Elle est forcée de rentrer chez elle pour ne pas se prendre une déculottée. Aux échecs cela s'appelle abandonner avant le mat, et en boxe jeter l'éponge avant le KO.
Elle mène un tour de prestidigitation de politique intérieure pour accréditer le mensonge qu'elle est invaincue et que c'est la sédition intérieure qui l'oblige à cesser le combat.
Sur le fond du sujet, Hitler veut réaliser son programme décrit dans Mein kampf. Ce livre est la vérité de Hitler. La folie et le caractère criminels de Hitler c'est entre autres qu'il voulait vraiment ce qu'il écrivait. Il ne s'agissait pas juste de se défouler et de servir d'exutoire à la colère des nationalistes allemands. Pas de démagogie chez Hitler. Une farouche volonté politique de faire ce qu'il pensait et écrivait.
Il pensait que l'Allemagne devait écraser, exterminer et réduire en esclavage ses voisins pour pouvoir vivre comme elle le méritait dans un monde darwinien.
Il voulait se venger de la France et la satelliser autant que conquérir le lebensraum aux dépens des slaves.
Dupleix a écrit : je viens de terminer la biographie de Canaris par H. Höhne.
Il en résulte un portrait bien plus nuancé que ce que j'ai retenu du livre de Kerjean. (Dans mon souvenir, ce dernier me semble avant tout préoccupé de démontrer que Canaris était un nazi convaincu au service de Hitler, cherchant à lutter contre la résistance intérieure et allant jusqu'à promouvoir la participation de l'Abwehr à l'extermination des Juifs.)

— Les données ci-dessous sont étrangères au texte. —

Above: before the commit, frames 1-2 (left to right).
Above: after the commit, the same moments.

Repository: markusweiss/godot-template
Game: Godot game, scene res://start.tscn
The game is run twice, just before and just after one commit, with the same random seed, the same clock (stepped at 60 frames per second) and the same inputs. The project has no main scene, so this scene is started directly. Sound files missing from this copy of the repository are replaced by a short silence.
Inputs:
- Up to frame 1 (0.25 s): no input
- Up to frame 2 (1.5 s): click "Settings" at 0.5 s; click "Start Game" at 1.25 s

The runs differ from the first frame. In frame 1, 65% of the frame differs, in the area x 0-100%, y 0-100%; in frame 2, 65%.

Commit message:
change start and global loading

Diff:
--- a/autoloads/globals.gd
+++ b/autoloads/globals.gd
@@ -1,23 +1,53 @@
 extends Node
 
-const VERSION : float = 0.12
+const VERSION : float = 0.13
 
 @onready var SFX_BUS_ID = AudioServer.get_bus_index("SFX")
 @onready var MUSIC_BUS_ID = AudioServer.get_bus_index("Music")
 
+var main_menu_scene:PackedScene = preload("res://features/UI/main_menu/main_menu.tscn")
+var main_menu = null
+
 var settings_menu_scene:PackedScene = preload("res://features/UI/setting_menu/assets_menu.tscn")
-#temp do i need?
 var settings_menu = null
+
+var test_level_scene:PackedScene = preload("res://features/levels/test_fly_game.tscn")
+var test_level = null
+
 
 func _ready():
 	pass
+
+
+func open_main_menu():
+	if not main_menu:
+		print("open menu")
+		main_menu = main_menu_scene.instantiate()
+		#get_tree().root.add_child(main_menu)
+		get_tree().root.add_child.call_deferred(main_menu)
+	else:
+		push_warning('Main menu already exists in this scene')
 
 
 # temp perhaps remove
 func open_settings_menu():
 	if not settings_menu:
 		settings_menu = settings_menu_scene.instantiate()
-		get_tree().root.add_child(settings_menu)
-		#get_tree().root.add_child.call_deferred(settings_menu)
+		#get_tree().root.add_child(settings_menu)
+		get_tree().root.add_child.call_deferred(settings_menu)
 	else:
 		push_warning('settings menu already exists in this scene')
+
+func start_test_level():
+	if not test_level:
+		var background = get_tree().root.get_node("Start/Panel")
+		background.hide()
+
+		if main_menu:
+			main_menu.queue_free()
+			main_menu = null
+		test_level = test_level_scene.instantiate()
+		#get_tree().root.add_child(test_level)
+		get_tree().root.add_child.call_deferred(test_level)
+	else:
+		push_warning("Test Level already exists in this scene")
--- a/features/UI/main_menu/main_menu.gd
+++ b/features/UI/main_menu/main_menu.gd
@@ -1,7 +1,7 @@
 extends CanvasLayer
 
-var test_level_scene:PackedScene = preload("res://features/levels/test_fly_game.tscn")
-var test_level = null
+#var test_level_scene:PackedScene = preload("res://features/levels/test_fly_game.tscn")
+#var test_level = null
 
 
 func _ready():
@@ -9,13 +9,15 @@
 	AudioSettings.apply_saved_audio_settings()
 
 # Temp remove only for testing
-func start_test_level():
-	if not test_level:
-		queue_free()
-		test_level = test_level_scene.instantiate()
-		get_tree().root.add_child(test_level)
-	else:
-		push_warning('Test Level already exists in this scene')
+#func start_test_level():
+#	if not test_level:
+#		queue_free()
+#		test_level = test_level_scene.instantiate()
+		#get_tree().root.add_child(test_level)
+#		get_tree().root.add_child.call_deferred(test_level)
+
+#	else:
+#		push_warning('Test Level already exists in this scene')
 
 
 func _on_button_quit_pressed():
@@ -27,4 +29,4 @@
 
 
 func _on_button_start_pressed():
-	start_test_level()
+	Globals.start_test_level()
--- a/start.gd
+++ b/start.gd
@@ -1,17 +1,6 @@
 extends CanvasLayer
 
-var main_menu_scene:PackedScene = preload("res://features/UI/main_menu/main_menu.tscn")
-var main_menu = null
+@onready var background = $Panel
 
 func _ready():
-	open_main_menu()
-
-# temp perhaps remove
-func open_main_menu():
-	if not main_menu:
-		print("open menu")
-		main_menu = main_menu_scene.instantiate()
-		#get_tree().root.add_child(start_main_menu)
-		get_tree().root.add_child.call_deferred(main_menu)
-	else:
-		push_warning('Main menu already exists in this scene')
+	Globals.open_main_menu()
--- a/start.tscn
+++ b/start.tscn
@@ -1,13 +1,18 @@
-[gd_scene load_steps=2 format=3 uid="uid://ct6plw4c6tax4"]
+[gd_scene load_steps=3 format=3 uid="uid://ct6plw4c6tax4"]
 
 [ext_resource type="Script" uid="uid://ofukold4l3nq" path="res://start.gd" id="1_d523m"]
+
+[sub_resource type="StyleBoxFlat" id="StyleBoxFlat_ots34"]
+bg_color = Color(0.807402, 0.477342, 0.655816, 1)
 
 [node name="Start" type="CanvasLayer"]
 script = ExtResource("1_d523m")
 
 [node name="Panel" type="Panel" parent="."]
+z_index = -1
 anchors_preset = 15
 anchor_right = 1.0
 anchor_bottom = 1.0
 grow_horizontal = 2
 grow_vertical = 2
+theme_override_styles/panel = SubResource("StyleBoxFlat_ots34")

Dans la biographie de Höhne, l'activité de l'Abwehr sous Canaris est décrit avec assez de détail, et le mythe du maître-espion en prend un sacré coup, au-delà de la réputation savamment entretenue par lui-même et certains de ses biographes. Hormis certains succès notamment dans les actions commando dans les années 1938-40, l'Abwehr se révèle très peu efficace dès 1941. Canaris est montré comme un homme ayant beaucoup de goût pour l'action secrète mais aucun des talents d'administrateur nécessaires à la direction d'un service secret qui devient peu à peu un nid de corruption. Une grande partie de son énergie semble avoir été consacrée à la lutte contre l'empiètement des autres services secrets du Reich : Gestapo, SD...

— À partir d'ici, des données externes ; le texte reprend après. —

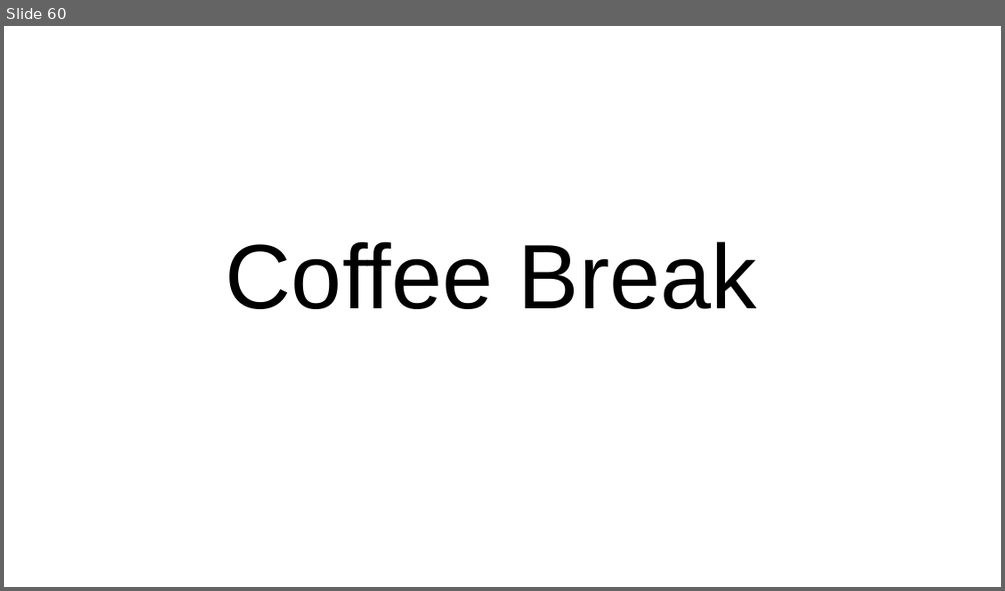
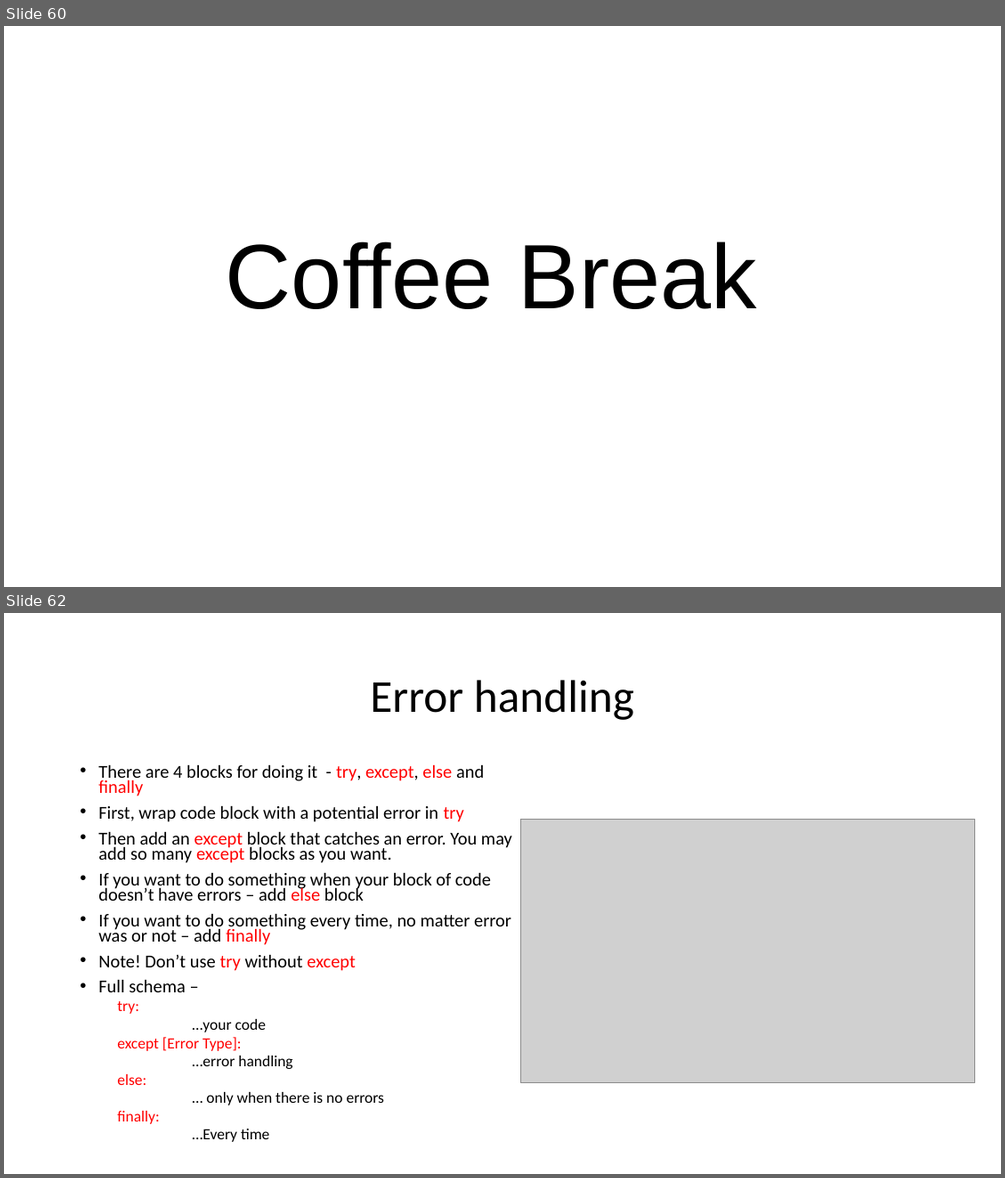
Before and after one commit to WonderLuc/brother-bootcamp, a slide deck: python 101/python_101.pptx. Shown one above the other, each under a label of ours: slide 60 before the commit, slides 60 and 62 after it; the slides between them are not shown. The pictures are 1005x591 and 1005x1178 pixels, drawn with LibreOffice and Linux fonts; fonts in the diff are those of the drawing; grey boxes stand for pictures; background and template pictures are left out. Boxes give left, top, right and bottom in pixels: in the first picture for what was removed or moved away, otherwise in the second. Text is boxed around its words. In the diff, an @@ line names an element or a change of style, - is before the commit and + after.

Commit message:
feat: add exceptions block

```diff
--- a/python 101/python_101.pptx
+++ b/python 101/python_101.pptx
@@ slide 62 added at <box>4,613,1001,1174</box>, background picture (left out) @@
@@ title added at <box>370,680,634,720</box>, 44 pt, text #000000 @@
+Error handling
@@ text added at <box>98,764,512,1142</box>, 17.5 pt, text #000000 @@
+• There are 4 blocks for doing it - try, except, else and finally
+• First, wrap code block with a potential error in try
+• Then add an except block that catches an error. You may add so many except blocks as you want.
+• If you want to do something when your block of code doesn’t have errors – add else block
+• If you want to do something every time, no matter error was or not – add finally
+• Note! Don’t use try without except
+• Full schema –
+  try:
+  …your code
+  except [Error Type]:
+  …error handling
+  else:
+  … only when there is no errors
+  finally:
+  …Every time
@@ picture added at <box>521,819,974,1083</box> @@
```
Also in this commit, not shown: 2 other slides added, 2 other files.

L'une des raisons invoquées pour l'absence de bonnes informations de l'Abwehr concernant le potentiel militaire russe est l'interdiction faite par Hitler de mener des actions hostiles en URSS. "Si Canaris avait été à la hauteur de sa réputation légendaire", dit Höhne" il se serait débrouillé pour tourner l'interdiction de Hitler".

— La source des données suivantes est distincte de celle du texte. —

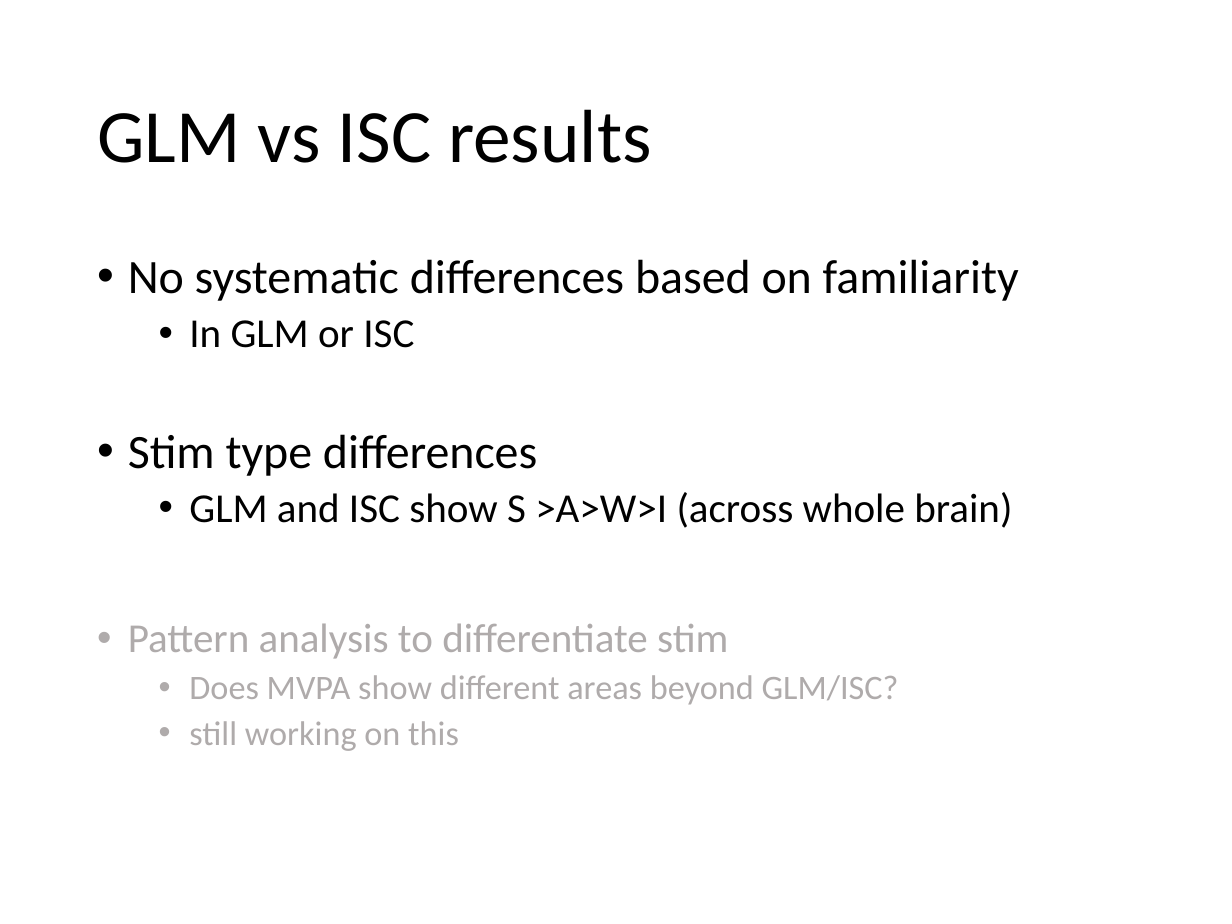
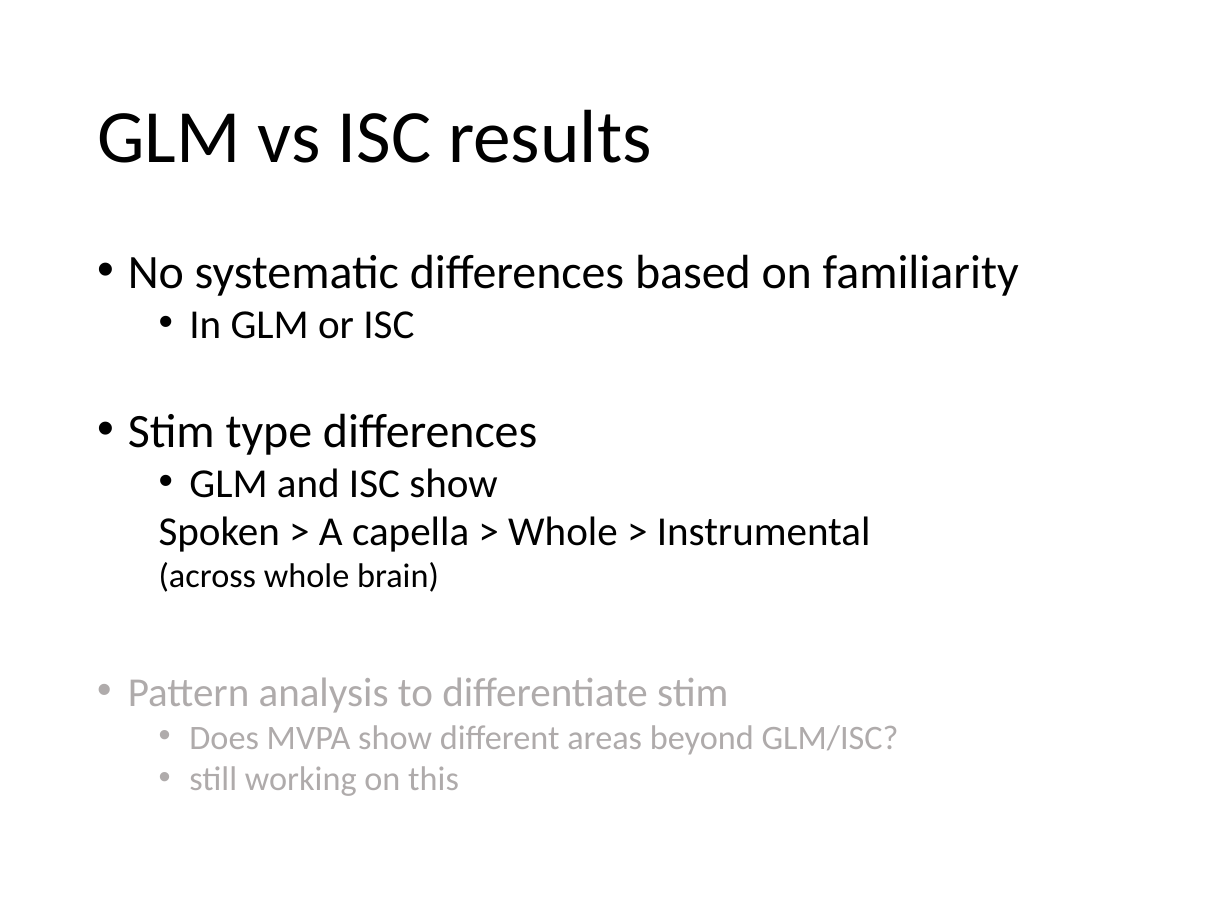
Before and after one commit to asternin/PhDProject, a slide deck: slide 3 of Meetings/2019.04.24-ISCSummary-JessAdrianBobbyMeeting.pptx. Drawn at 1232x924 pixels with LibreOffice and Linux fonts; fonts in the diff are those of the drawing. Boxes give left, top, right and bottom in pixels: in the first picture for what was removed or moved away, otherwise in the second. Text is boxed around its words. In the diff, an @@ line names an element or a change of style, - is before the commit and + after.

```diff
--- a/Meetings/2019.04.24-ISCSummary-JessAdrianBobbyMeeting.pptx
+++ b/Meetings/2019.04.24-ISCSummary-JessAdrianBobbyMeeting.pptx
@@ text at (128, 254, 1019, 796): line spacing 0.9 to 0.8 @@
@@ text at (159, 468, 871, 592): text changed @@
-  • GLM and ISC show S >A>W>I (across whole brain)
+  • GLM and ISC show
+  Spoken > A capella > Whole > Instrumental
+  (across whole brain)
```
Also in this commit, not shown: 2 other slides changed, 7 slides added, 3 slides removed.

Quant aux liens de Canaris avec la résistance allemande, j'avoue que la description de Höhne me semble plus convaincante que celle de Kerjean. Selon Höhne, Canaris serait ce que j'appellerais un anti-nazi non pratiquant. Il est d'abord proche de la résistance aux nazis, et participe à des projets de putsch, jusqu'à l'offensive de 1940 à l'Ouest. Environ à cette date, les opposants finissent par considérer qu'il est impossible de renverser le régime sans éliminer Hitler, et c'est justement le point où Canaris ne veut pas aller, d'autant que l'Allemagne est en guerre. Même s'il protège (de moins en moins) les conspirateurs dans ses services, il ne se mêle plus à leurs projets. C'est après l'attentat de juillet 44 qu'il est mis en cause par ses subordonnés et rattrapé par des dossiers des années 38-40. Canaris est présenté comme un traditionaliste, légaliste, nostalgique de la monarchie, opposé aux méthodes des nazis et persuadé que le régime mène l'Allemagne à sa perte et mais sans vouloir s'y opposer activement.
Chez Kerjean, Canaris est présenté tout au contraire comme un allié actif des nazis qui ne fait semblant de soutenir la résistance que pour la trahir. De mémoire, les deux principales preuves apportées à cette thèse sont l'amitié de Canaris avec Heydrich (ancien camarade officier pendant la 1ère GM et voisin de Canaris à Berlin avec qui il échange des visites familiales le dimanche) ; et la déclaration de Canaris lui-même expliquant qu'il n'a approché la résistance que pour mieux la trahir. Je trouve ces deux arguments peu convaincants, d'autant que la citation en question (également mentionnée par Höhne) date de la fin du "procès" de Canaris et d'Oster, un moment où chacun cherche à sauver sa peau.